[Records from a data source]
==*==
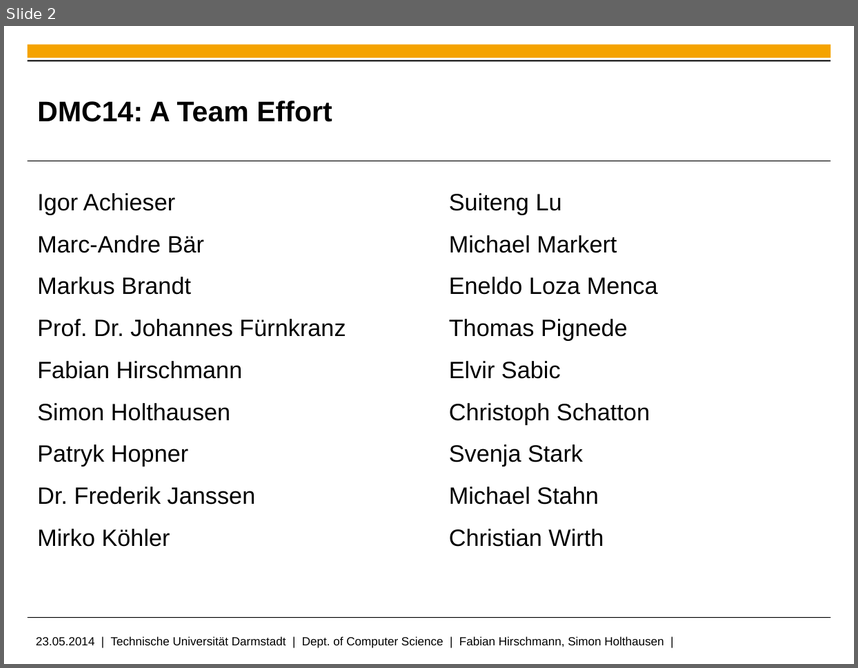
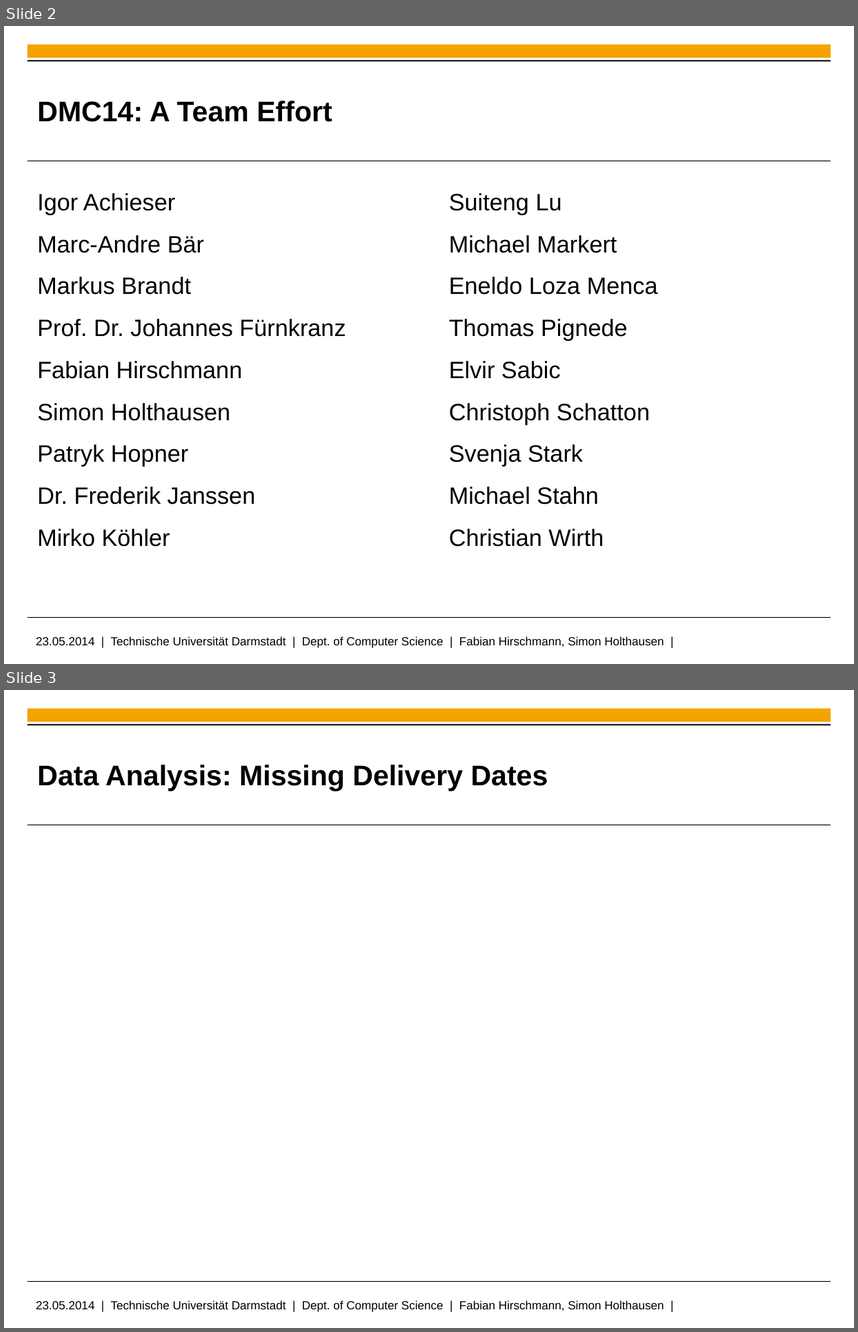
Before and after one commit to fhirschmann/ml_dmc2014, a slide deck: doc/pres-prudsys.pptx. Shown one above the other, each under a label of ours: slide 2 before the commit, slides 2 and 3 after it. The pictures are 858x668 and 858x1332 pixels, drawn with LibreOffice and Linux fonts; fonts in the diff are those of the drawing; background and template pictures are left out. Boxes give left, top, right and bottom in pixels: in the first picture for what was removed or moved away, otherwise in the second. Text is boxed around its words. In the diff, an @@ line names an element or a change of style, - is before the commit and + after.

```diff
--- a/doc/pres-prudsys.pptx
+++ b/doc/pres-prudsys.pptx
@@ slide 3 added at (x1=4, y1=690, x2=854, y2=1328), background #FFFFFF; not listed: 5 template elements that a slide beside it also shows @@
@@ title added at (x1=37, y1=765, x2=548, y2=791), 24 pt, text #000000, bold @@
+Data Analysis: Missing Delivery Dates
```
Also in this commit, not shown: 2 other slides added.
==*==
→ WORK TO BE COMPLETED
The output should consist of every entry above, printed exactly, with the images removed.

→ WORKED SOLUTION
Before and after one commit to fhirschmann/ml_dmc2014, a slide deck: doc/pres-prudsys.pptx. Shown one above the other, each under a label of ours: slide 2 before the commit, slides 2 and 3 after it. The pictures are 858x668 and 858x1332 pixels, drawn with LibreOffice and Linux fonts; fonts in the diff are those of the drawing; background and template pictures are left out. Boxes give left, top, right and bottom in pixels: in the first picture for what was removed or moved away, otherwise in the second. Text is boxed around its words. In the diff, an @@ line names an element or a change of style, - is before the commit and + after.

```diff
--- a/doc/pres-prudsys.pptx
+++ b/doc/pres-prudsys.pptx
@@ slide 3 added at (x1=4, y1=690, x2=854, y2=1328), background #FFFFFF; not listed: 5 template elements that a slide beside it also shows @@
@@ title added at (x1=37, y1=765, x2=548, y2=791), 24 pt, text #000000, bold @@
+Data Analysis: Missing Delivery Dates
```
Also in this commit, not shown: 2 other slides added.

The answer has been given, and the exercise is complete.